**The problem:** In this exercise, retype exactly and only the lines from the top of the entries below through the line that holds "for reach_a, reach_b", omitting pictures.

Collected data
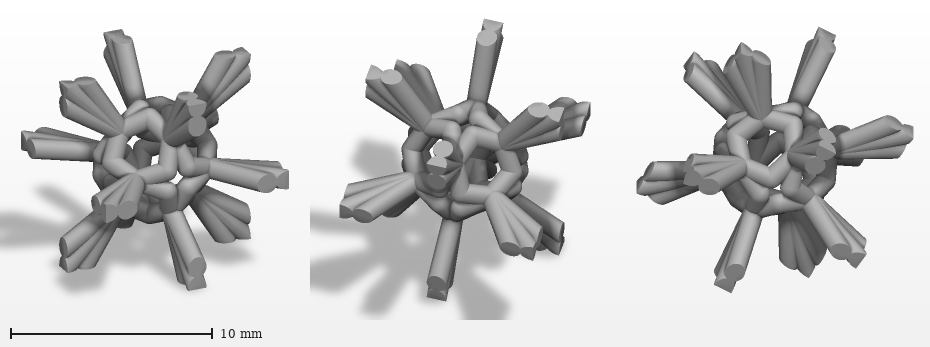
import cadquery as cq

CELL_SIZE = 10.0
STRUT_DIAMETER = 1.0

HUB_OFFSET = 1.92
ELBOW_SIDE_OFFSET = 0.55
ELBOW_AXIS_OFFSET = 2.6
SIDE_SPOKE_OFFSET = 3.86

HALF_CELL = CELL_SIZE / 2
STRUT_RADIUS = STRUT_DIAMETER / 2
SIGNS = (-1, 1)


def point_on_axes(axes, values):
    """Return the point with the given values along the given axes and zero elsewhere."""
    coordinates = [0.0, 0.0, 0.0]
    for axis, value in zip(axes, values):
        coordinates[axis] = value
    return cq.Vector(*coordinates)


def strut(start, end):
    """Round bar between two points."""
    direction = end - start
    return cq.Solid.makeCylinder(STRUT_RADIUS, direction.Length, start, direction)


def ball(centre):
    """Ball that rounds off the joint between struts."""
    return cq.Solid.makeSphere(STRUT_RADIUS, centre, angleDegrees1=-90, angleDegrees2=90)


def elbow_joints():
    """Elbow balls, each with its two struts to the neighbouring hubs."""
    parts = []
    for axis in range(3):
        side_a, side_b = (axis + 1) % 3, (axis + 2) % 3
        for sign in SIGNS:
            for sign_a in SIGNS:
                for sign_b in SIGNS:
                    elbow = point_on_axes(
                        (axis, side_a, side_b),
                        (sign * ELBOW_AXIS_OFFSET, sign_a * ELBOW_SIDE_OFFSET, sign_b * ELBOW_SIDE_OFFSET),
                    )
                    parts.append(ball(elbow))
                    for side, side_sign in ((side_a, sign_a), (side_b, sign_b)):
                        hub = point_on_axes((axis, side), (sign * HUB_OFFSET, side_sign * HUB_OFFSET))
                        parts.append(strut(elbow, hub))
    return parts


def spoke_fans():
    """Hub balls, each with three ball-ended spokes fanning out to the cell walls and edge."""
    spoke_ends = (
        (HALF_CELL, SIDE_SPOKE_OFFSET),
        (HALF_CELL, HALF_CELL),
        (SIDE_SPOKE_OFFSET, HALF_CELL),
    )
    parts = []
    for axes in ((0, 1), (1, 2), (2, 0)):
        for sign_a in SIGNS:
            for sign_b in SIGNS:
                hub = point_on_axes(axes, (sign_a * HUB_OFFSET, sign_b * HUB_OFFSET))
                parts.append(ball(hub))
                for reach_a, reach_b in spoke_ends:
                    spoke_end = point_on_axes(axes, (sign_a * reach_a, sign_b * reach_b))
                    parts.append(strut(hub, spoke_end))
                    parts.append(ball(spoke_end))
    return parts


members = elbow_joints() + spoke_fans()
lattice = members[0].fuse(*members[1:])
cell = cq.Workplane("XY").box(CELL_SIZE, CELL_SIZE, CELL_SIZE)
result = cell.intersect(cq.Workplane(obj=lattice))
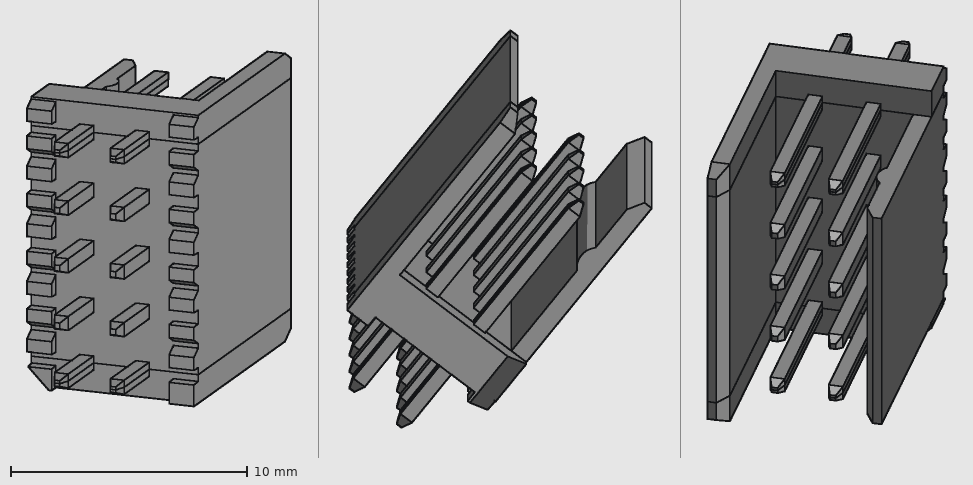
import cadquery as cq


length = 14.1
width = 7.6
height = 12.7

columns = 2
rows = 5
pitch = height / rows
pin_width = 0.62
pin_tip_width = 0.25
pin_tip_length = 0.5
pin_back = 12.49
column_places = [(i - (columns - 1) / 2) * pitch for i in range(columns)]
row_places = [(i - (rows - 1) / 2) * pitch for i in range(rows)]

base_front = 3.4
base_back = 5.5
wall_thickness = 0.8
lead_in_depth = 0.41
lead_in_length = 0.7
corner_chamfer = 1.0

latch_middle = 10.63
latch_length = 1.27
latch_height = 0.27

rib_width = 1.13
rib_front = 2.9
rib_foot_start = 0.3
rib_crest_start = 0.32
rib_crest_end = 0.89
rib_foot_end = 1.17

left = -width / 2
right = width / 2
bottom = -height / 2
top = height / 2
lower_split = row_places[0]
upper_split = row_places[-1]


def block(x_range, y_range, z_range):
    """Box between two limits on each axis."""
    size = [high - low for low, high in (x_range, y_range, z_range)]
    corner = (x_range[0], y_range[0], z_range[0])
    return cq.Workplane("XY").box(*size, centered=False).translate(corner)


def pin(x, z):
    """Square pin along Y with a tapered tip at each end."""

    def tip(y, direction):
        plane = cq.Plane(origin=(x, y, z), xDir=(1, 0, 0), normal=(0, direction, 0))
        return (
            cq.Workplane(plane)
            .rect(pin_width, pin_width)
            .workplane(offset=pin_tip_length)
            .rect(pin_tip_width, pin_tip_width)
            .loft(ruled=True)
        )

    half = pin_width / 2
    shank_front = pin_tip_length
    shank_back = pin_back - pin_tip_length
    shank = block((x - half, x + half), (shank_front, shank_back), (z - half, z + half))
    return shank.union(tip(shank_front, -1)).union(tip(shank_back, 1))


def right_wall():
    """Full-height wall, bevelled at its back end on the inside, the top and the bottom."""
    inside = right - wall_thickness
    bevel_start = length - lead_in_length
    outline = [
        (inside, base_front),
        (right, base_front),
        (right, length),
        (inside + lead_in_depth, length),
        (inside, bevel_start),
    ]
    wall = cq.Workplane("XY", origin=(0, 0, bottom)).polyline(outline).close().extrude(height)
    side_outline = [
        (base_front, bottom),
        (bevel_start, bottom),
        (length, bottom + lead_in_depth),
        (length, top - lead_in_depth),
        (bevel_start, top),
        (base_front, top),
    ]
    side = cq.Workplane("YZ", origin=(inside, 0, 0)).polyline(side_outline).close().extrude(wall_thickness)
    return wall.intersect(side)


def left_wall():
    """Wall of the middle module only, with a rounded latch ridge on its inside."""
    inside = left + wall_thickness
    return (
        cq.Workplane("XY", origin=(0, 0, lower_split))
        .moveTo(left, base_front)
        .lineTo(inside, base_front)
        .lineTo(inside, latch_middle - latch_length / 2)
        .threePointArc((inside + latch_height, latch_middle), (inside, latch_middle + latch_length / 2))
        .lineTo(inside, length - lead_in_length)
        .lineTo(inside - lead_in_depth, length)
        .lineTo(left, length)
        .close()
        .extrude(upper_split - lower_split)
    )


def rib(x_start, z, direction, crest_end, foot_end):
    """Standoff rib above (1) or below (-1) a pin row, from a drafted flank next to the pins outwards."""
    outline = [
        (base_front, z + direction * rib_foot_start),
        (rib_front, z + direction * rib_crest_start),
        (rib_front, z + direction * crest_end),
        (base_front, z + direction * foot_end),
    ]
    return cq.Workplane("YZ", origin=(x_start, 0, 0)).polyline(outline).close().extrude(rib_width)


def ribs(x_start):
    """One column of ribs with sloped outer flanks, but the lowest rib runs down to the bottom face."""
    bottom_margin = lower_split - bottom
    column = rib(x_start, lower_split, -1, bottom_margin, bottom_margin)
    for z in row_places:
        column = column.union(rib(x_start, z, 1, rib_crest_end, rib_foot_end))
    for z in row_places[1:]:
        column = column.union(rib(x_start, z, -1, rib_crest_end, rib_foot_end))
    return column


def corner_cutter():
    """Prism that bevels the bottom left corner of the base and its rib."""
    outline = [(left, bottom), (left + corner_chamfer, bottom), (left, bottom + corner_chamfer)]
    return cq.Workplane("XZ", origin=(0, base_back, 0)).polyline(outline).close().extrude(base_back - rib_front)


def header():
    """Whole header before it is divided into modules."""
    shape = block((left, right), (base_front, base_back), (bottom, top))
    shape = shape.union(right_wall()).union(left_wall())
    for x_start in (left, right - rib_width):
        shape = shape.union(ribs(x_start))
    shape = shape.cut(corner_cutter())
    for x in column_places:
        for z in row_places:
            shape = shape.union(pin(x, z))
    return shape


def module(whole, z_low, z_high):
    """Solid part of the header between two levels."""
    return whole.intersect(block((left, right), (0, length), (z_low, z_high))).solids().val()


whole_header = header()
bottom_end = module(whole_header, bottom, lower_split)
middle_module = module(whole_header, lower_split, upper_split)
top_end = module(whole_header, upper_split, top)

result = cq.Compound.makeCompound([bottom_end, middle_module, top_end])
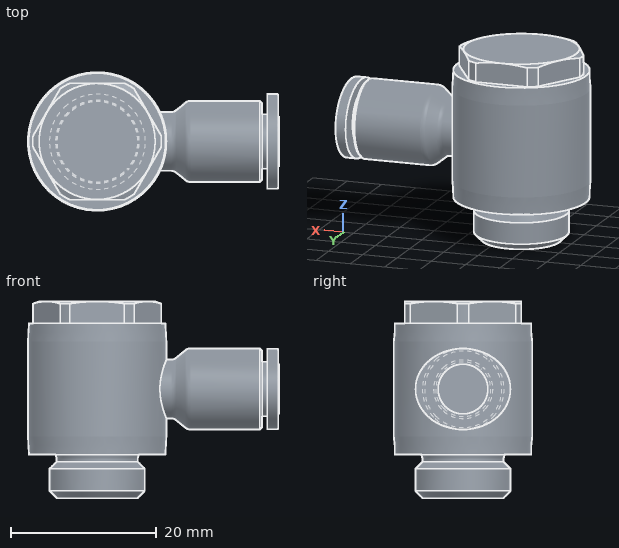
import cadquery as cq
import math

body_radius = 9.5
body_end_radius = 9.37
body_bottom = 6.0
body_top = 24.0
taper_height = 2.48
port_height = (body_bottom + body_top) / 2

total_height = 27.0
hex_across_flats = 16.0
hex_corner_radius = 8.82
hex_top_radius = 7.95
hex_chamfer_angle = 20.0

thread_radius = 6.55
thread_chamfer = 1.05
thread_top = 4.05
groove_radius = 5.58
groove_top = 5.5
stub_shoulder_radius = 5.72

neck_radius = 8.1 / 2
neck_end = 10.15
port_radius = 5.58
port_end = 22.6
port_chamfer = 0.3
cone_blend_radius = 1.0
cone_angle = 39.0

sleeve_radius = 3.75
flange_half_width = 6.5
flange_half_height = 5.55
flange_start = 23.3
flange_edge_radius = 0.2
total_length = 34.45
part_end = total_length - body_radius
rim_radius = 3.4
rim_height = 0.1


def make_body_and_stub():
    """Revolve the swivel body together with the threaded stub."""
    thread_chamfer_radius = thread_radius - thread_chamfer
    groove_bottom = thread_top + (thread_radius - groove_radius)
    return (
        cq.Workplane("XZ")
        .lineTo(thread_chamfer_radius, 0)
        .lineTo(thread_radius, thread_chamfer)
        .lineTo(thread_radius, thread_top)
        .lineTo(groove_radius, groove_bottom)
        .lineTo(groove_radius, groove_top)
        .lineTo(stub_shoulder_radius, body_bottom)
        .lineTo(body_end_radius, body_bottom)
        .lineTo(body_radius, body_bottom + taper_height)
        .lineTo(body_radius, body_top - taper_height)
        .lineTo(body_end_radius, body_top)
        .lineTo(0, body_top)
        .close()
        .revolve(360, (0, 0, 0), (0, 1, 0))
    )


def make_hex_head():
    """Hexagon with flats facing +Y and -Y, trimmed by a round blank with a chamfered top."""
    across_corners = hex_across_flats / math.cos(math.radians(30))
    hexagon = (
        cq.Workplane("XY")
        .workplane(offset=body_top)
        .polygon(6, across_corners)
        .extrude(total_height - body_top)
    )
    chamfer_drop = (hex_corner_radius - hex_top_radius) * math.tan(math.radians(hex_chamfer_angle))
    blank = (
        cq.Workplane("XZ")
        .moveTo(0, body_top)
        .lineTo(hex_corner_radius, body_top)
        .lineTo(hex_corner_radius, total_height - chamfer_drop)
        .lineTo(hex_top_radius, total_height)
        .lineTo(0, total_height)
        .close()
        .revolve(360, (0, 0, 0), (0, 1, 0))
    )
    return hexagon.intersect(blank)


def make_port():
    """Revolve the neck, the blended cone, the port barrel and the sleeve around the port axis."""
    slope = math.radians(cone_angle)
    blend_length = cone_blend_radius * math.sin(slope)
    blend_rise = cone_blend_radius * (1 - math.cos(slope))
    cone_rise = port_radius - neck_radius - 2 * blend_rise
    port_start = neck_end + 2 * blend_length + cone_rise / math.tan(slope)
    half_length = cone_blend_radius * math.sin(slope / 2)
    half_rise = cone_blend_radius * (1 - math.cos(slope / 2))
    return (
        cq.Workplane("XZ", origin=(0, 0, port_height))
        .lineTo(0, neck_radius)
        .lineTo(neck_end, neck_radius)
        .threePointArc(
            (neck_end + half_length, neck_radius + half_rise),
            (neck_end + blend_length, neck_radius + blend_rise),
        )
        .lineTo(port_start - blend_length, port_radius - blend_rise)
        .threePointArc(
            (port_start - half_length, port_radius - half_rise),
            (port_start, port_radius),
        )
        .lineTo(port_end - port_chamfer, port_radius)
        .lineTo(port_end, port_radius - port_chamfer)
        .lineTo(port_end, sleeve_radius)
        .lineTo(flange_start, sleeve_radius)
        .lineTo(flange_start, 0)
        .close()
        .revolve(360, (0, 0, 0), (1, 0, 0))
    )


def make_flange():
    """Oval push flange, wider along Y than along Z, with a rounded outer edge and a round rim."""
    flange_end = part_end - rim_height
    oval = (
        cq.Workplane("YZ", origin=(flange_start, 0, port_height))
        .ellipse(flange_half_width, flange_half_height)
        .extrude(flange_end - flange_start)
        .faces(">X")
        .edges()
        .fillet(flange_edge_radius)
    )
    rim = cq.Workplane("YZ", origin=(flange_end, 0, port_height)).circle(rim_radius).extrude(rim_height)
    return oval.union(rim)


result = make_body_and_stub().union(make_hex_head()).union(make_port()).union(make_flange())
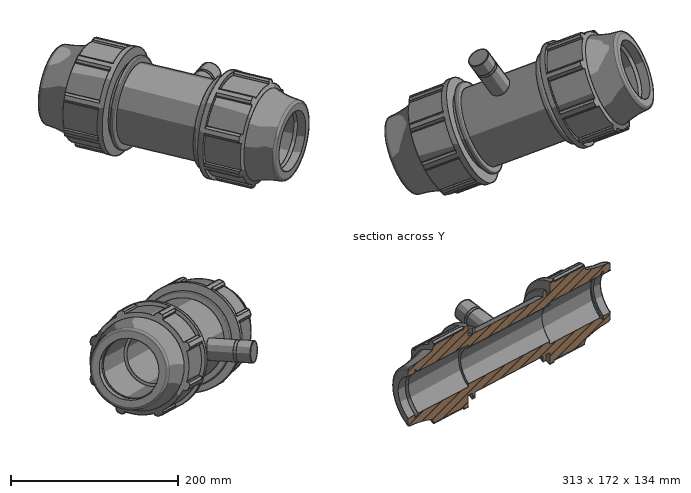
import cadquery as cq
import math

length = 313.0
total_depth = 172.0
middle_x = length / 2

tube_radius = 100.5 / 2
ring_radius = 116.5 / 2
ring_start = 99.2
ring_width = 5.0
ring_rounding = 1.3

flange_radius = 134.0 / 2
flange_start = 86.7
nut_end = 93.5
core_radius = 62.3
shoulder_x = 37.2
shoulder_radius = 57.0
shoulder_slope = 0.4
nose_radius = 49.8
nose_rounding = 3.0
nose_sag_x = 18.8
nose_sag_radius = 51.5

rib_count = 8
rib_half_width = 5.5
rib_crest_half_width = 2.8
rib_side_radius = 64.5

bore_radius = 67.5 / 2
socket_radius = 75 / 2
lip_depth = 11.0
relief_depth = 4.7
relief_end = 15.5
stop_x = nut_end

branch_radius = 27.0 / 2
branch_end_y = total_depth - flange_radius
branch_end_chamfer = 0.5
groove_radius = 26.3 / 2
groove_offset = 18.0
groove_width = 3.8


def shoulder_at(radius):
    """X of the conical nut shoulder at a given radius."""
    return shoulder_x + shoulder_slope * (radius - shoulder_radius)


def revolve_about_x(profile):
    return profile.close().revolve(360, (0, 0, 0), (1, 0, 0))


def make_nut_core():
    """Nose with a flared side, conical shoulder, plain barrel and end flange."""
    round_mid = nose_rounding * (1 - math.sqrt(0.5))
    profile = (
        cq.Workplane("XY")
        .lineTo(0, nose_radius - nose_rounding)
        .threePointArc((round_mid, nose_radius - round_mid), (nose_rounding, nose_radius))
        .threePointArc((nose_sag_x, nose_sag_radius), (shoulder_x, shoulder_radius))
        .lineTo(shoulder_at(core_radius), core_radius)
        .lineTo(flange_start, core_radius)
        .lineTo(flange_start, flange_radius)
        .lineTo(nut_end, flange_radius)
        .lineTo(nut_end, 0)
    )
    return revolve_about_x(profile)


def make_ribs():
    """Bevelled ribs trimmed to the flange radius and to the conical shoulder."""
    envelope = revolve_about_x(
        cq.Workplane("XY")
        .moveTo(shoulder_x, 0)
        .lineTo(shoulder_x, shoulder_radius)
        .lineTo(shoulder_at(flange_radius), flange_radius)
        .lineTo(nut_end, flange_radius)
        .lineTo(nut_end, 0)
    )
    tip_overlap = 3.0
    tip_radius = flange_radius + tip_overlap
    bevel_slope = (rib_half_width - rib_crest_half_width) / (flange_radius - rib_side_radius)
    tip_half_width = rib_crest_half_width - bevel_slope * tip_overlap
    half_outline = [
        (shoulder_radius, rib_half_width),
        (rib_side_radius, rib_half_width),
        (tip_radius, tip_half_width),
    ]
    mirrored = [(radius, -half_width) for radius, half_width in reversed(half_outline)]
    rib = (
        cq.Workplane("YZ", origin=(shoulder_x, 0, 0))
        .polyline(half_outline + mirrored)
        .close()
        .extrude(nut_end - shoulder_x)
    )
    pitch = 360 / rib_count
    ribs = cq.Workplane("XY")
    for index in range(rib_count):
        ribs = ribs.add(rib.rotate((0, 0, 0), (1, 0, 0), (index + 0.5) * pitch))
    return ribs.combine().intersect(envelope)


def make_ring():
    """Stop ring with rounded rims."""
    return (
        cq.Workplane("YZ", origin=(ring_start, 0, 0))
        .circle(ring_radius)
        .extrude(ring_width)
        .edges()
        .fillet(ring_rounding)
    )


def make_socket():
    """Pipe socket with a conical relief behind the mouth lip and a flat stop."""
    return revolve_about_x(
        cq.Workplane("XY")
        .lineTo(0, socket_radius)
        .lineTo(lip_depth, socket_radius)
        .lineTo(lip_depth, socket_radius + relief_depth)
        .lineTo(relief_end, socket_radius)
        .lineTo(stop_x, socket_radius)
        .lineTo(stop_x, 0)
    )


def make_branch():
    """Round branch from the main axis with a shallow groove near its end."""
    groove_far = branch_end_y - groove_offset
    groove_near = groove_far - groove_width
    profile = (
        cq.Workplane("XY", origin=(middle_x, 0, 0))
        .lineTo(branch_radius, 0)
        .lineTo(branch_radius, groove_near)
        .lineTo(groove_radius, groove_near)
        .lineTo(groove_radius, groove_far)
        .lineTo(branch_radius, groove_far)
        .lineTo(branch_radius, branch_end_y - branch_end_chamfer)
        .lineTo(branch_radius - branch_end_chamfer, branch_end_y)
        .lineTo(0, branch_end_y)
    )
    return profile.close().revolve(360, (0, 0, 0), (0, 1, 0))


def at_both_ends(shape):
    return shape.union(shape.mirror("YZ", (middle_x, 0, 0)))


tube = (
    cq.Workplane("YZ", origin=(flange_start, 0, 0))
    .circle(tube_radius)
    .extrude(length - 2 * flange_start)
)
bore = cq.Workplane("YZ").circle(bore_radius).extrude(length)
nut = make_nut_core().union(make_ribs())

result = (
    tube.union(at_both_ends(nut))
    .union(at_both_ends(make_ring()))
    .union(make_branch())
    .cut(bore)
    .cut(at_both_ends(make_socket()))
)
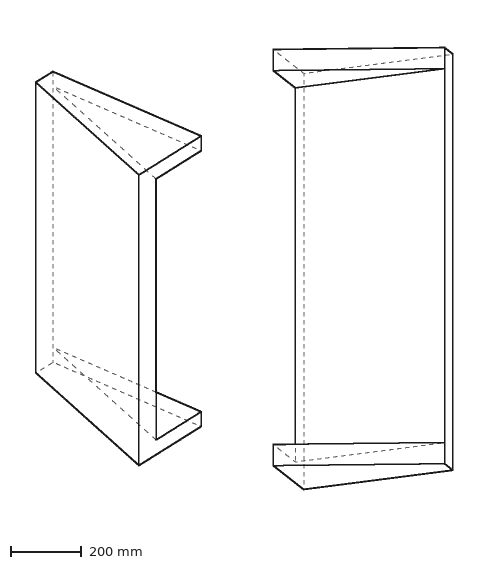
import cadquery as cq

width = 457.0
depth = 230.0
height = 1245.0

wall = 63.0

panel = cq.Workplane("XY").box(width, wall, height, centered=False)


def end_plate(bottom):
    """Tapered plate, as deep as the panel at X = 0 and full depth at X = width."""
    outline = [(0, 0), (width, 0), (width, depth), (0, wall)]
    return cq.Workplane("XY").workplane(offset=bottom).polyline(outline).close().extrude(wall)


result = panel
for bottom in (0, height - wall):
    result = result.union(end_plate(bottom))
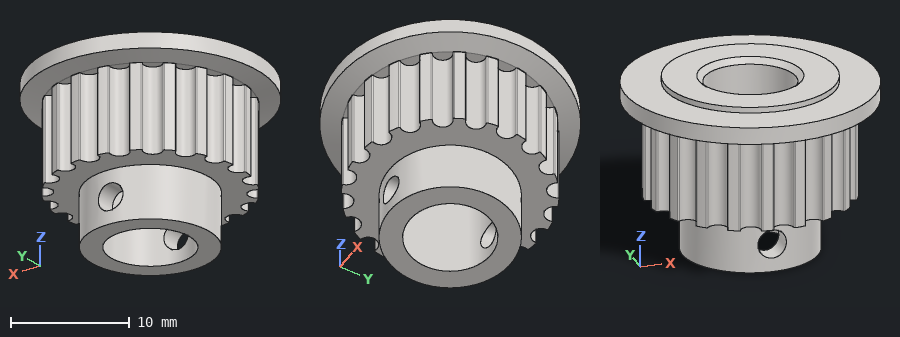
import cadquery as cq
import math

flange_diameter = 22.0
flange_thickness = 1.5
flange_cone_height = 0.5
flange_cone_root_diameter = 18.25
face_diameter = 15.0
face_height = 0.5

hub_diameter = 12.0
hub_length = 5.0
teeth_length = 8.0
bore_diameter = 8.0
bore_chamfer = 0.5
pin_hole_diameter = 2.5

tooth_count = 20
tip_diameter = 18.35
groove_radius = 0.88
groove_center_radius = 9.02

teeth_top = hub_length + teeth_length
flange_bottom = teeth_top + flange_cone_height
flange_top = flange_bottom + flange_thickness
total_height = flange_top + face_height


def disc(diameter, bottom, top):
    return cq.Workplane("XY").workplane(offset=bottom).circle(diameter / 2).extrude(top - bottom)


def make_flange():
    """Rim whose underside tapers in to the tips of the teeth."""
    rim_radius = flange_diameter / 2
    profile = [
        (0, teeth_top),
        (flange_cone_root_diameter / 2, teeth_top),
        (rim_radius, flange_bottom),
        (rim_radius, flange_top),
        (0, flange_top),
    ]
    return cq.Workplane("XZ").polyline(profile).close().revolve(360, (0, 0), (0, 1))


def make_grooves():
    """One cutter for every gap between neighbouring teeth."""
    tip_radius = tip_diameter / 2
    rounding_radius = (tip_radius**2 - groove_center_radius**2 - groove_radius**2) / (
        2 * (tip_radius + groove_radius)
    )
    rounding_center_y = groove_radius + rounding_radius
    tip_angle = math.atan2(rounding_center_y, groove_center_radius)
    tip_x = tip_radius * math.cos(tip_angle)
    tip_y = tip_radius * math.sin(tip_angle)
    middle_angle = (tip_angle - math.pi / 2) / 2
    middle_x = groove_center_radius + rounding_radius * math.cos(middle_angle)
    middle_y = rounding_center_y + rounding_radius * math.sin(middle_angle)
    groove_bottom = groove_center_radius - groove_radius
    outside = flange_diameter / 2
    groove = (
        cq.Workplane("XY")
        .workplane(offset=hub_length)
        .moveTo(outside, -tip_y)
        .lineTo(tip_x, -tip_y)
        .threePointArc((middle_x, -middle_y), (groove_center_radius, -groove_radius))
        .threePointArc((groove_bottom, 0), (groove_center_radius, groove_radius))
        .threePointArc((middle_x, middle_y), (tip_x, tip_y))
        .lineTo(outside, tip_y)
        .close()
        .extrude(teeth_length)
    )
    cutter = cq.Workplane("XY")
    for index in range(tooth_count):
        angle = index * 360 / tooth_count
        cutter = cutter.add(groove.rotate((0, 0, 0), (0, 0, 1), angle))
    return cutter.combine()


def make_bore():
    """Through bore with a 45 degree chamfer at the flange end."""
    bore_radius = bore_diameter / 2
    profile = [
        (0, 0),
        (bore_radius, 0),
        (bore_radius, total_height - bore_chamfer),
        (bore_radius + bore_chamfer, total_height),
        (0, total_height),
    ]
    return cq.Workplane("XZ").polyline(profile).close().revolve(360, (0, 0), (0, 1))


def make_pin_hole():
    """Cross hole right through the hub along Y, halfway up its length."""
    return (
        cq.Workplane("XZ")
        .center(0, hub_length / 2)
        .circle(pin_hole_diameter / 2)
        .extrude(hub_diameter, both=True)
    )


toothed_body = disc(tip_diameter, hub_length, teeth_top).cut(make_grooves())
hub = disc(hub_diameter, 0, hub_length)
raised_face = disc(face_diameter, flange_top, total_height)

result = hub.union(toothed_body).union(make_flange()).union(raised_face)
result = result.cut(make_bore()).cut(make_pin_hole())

**Answer for the task:**
import cadquery as cq

CELL_SIZE = 10.0
STRUT_DIAMETER = 1.0

HUB_OFFSET = 1.92
ELBOW_SIDE_OFFSET = 0.55
ELBOW_AXIS_OFFSET = 2.6
SIDE_SPOKE_OFFSET = 3.86

HALF_CELL = CELL_SIZE / 2
STRUT_RADIUS = STRUT_DIAMETER / 2
SIGNS = (-1, 1)


def point_on_axes(axes, values):
    """Return the point with the given values along the given axes and zero elsewhere."""
    coordinates = [0.0, 0.0, 0.0]
    for axis, value in zip(axes, values):
        coordinates[axis] = value
    return cq.Vector(*coordinates)


def strut(start, end):
    """Round bar between two points."""
    direction = end - start
    return cq.Solid.makeCylinder(STRUT_RADIUS, direction.Length, start, direction)


def ball(centre):
    """Ball that rounds off the joint between struts."""
    return cq.Solid.makeSphere(STRUT_RADIUS, centre, angleDegrees1=-90, angleDegrees2=90)


def elbow_joints():
    """Elbow balls, each with its two struts to the neighbouring hubs."""
    parts = []
    for axis in range(3):
        side_a, side_b = (axis + 1) % 3, (axis + 2) % 3
        for sign in SIGNS:
            for sign_a in SIGNS:
                for sign_b in SIGNS:
                    elbow = point_on_axes(
                        (axis, side_a, side_b),
                        (sign * ELBOW_AXIS_OFFSET, sign_a * ELBOW_SIDE_OFFSET, sign_b * ELBOW_SIDE_OFFSET),
                    )
                    parts.append(ball(elbow))
                    for side, side_sign in ((side_a, sign_a), (side_b, sign_b)):
                        hub = point_on_axes((axis, side), (sign * HUB_OFFSET, side_sign * HUB_OFFSET))
                        parts.append(strut(elbow, hub))
    return parts


def spoke_fans():
    """Hub balls, each with three ball-ended spokes fanning out to the cell walls and edge."""
    spoke_ends = (
        (HALF_CELL, SIDE_SPOKE_OFFSET),
        (HALF_CELL, HALF_CELL),
        (SIDE_SPOKE_OFFSET, HALF_CELL),
    )
    parts = []
    for axes in ((0, 1), (1, 2), (2, 0)):
        for sign_a in SIGNS:
            for sign_b in SIGNS:
                hub = point_on_axes(axes, (sign_a * HUB_OFFSET, sign_b * HUB_OFFSET))
                parts.append(ball(hub))
                for reach_a, reach_b in spoke_ends:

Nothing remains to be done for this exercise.